Although AEG-1 serves as an important cancer promoter in HCC, but its effect on modulation of chemoresistance in hypoxia is not understood. Hypoxia is a common event in HCC and other solid tumors, due to rapid growth of tumor cells that outstrips its vasculature as well as structural and functional abnormality of newly formed intra-tumoral vessels (Flamant et al., 2012[7]; Bogaerts et al., 2015[2]). Evidence is mounting that HCC in hypoxic regions harbors strong resistance to multiple cytotoxic agents, which presents a clinical challenge in chemotherapy (Zhang et al., 2016[32]; Flamant et al., 2012[7]; Bogaerts et al., 2015[2]). Study, herein, also demonstrated that hypoxia blunted responses of HCC HepG2 cells to ADM, 5-FU and DDP, as evidenced by cell viability and apoptosis assays. In addition, the present study for the first time found that AEG-1 expression in HepG2 cells was increased in hypoxia when compared to that in normoxic circumstance; deletion of AEG-1 via shRNA interference enhanced the sensitivity of HepG2 cells to these agents in hypoxia, which indicates that AEG-1 functions as an important mediator responsible for chemoresistance of HepG2 cells in hypoxia.
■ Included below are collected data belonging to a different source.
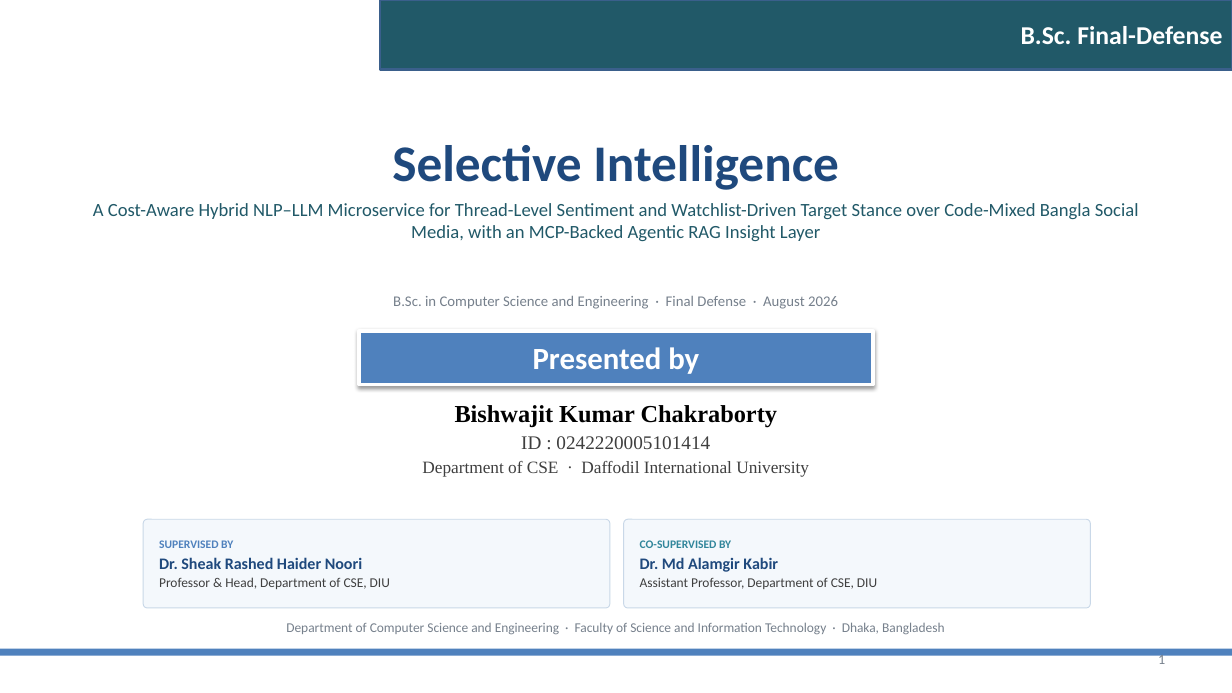
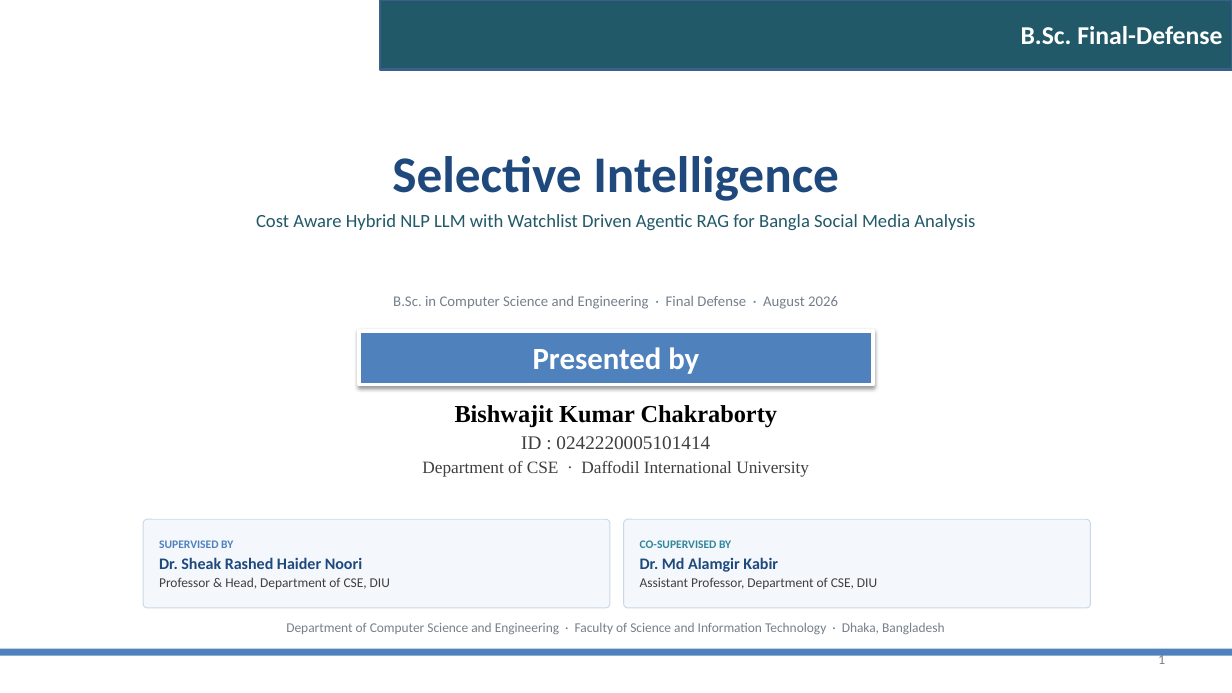
Before and after one commit to Bishwajit-2810/Defense, a slide deck: slide 1 of paper/final_defense.pptx. Drawn at 1232x693 pixels with LibreOffice and Linux fonts; fonts in the diff are those of the drawing; background and template pictures are left out. Boxes give left, top, right and bottom in pixels: in the first picture for what was removed or moved away, otherwise in the second. Text is boxed around its words. In the diff, an @@ line names an element or a change of style, - is before the commit and + after.

```diff
--- a/paper/final_defense.pptx
+++ b/paper/final_defense.pptx
@@ title at [256,214,975,230]: text changed @@
-A Cost-Aware Hybrid NLP–LLM Microservice for Thread-Level Sentiment and Watchlist-Driven Target Stance over Code-Mixed Bangla Social Media, with an MCP-Backed Agentic RAG Insight Layer
+Cost Aware Hybrid NLP LLM with Watchlist Driven Agentic RAG for Bangla Social Media Analysis
```
Also in this commit, not shown: 6 other files.

Numerous studies have established the functional role of MDR-1 in tumor chemoresistance (Hyuga et al., 2012[9]). MDR-1 belongs to the ATP-binding cassette (ABC)-transporter family and contributes to multidrug resistance through the efflux of a wide range of chemotherapeutic drugs from cancer cells (Hyuga et al., 2012[9]). MDR-1 over-expression is commonly associated with a low chemotherapeutic efficiency and poor prognosis of cancers, while downregulation of MDR-1 expression is an effective way to enhance the chemosensitivity of cancer cells to conventional chemotherapeutic agents. Mounting evidence indicates that hypoxia is an important incentive factor for MDR-1 expression. Yang et al. (2016[28]) showed MDR-1 expression is up-regulated in colorectal cancer LOVO cells in CoCl₂-induced hypoxia (Yang et al., 2016[28]). In addition, MDR-1 expression in laryngeal cancer cells is increased following exposure to hypoxic environment (Li et al., 2016[15]). Herein, we observed that incubation of HCC cells in hypoxia also gave rise to up-regulation of MDR-1 in both mRNA and protein levels, thus we suggested that MDR-1 regulation mediated the actions of hypoxia-induced chemoresistance.
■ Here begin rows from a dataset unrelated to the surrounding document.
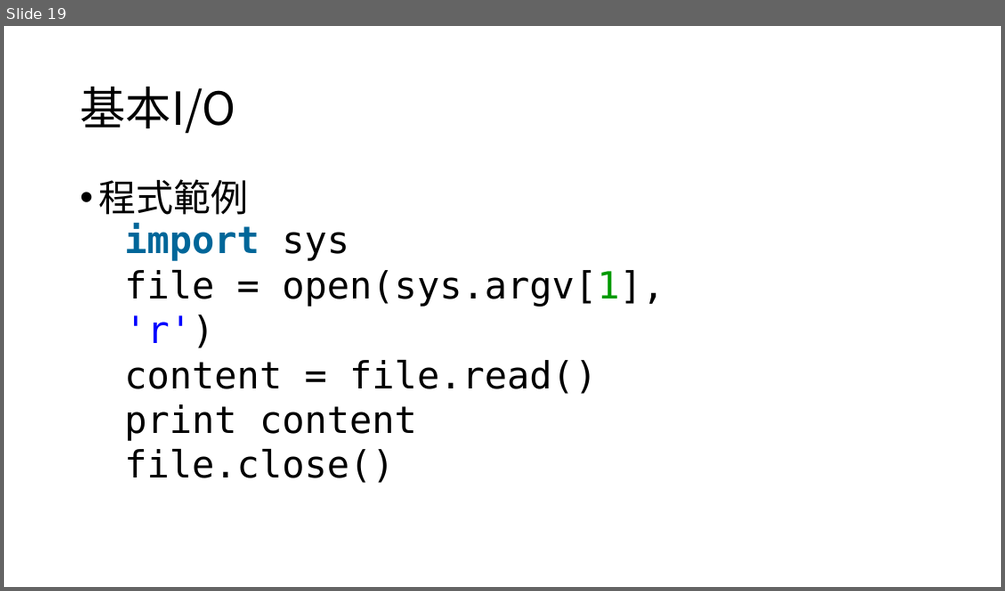
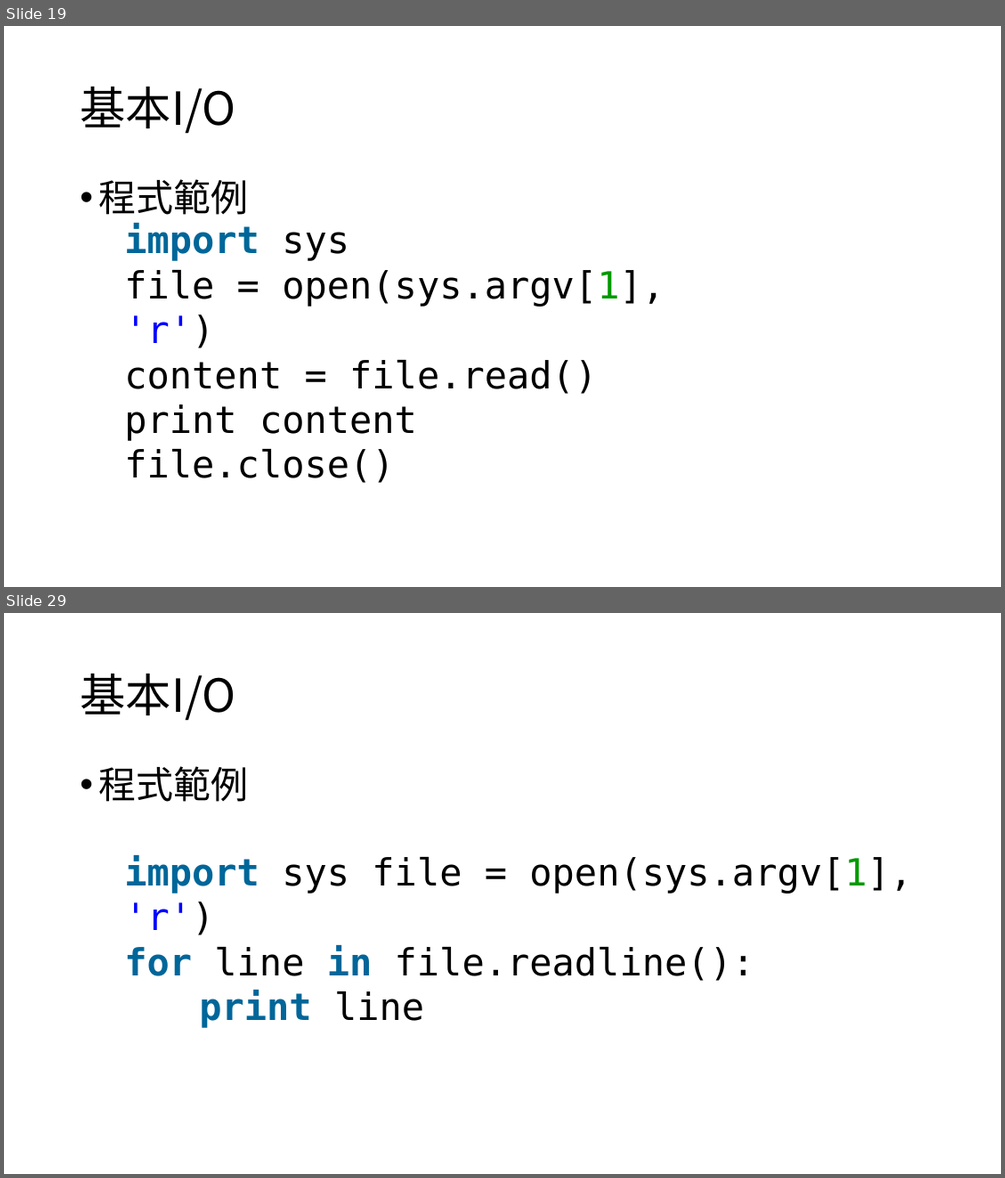
Before and after one commit to timmy61109/Python-Tutorial, a slide deck: Python程式設計入門指南.pptx. Shown one above the other, each under a label of ours: slide 19 before the commit, slides 19 and 29 after it; the slides between them are not shown. The pictures are 1005x591 and 1005x1178 pixels, drawn with LibreOffice and Linux fonts; fonts in the diff are those of the drawing. Boxes give left, top, right and bottom in pixels: in the first picture for what was removed or moved away, otherwise in the second. Text is boxed around its words. In the diff, an @@ line names an element or a change of style, - is before the commit and + after.

```diff
--- a/Python程式設計入門指南.pptx
+++ b/Python程式設計入門指南.pptx
@@ slide 29 added at (4, 613, 1001, 1174), background #FFFFFF @@
@@ title added at (80, 674, 235, 721), 44 pt, text #000000 @@
+基本I/O
@@ text added at (98, 766, 248, 802), 36 pt, text #000000 @@
+• 程式範例
@@ text added at (124, 855, 912, 1028), 36 pt, text #000000 @@
+import sys file = open(sys.argv[1], 'r')
+for line in file.readline():
+print line
```
Also in this commit, not shown: 7 slides changed, 54 other slides added, 1 slide removed.

Bioactivities of HIF-1α are related to the oxygen concentration in surrounding environment and relevant signaling pathway. Hypoxia has been identified as a predominant cause to HIF-1α activation (Li et al., 2015[18]). Since HIF-1α is a key up-stream modulator of MDR-1, it is easy to understand that MDR-1 expression was raised under hypoxia (Zhan et al., 2015[31]). HIF-1α abundance and activity are also regulated by PI3K/AKT signaling pathway. Considering there is a crosstalk between AEG-1 and PI3K/AKT signal, we hypothetise that AEG-1 may be implicated in the regulation of HIF-1α and its downstream target MDR-1 (Jiao and Nan, 2012[10]). The present study showed that PI3K and AKT expression were down-regulated with AEG-1 knockdown, but their inhibitor, PTEN, was up-regulated. It indicates that AEG-1 exerts promoting effects on PI3K/AKT signal in hypoxic HCC cells. As we expected, attenuated PI3K/AKT signal that was resulted from AEG-1 depletion resulted in inhibition of HIF-1α/MDR-1 pathway, thus it is suggested that AEG-1 positively modulated MDR-1 expression in hypoxic HCC via the stimulation of PI3K/ AKT/HIF-1α signaling pathway.
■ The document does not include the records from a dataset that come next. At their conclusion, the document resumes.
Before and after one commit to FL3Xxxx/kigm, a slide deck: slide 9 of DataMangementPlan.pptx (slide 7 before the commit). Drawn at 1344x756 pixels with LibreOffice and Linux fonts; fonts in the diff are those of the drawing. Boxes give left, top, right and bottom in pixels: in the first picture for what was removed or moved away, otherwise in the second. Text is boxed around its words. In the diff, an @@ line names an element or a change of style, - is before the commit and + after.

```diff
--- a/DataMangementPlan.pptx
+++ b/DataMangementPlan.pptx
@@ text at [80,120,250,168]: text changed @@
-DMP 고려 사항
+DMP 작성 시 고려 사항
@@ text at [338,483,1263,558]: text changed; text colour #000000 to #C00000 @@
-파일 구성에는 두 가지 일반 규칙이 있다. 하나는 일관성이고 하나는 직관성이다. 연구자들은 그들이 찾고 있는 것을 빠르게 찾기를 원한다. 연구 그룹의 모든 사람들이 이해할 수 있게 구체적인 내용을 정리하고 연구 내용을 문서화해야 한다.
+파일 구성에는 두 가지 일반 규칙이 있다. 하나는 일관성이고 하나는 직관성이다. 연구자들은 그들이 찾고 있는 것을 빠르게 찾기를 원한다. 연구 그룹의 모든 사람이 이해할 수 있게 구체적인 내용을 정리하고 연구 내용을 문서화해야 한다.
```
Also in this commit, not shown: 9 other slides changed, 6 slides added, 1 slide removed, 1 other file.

In conclusion, this study for the first time presented evidence that AEG-1 is associated with hypoxia-induced HCC chemoresistance. Further, we revealed that the AEG-1 stimulating PI3K/AKT/HIF-1α/MDR-1 is underlying the mechanisms by which AEG-1 promotes the chemoresistance. This study contributes to the target therapy that overcomes the multidrug resistance in HCC.

Acknowledgements

The authors thank Professor De-Wu Zhong for his valuable suggestions and critical revision of the manuscript.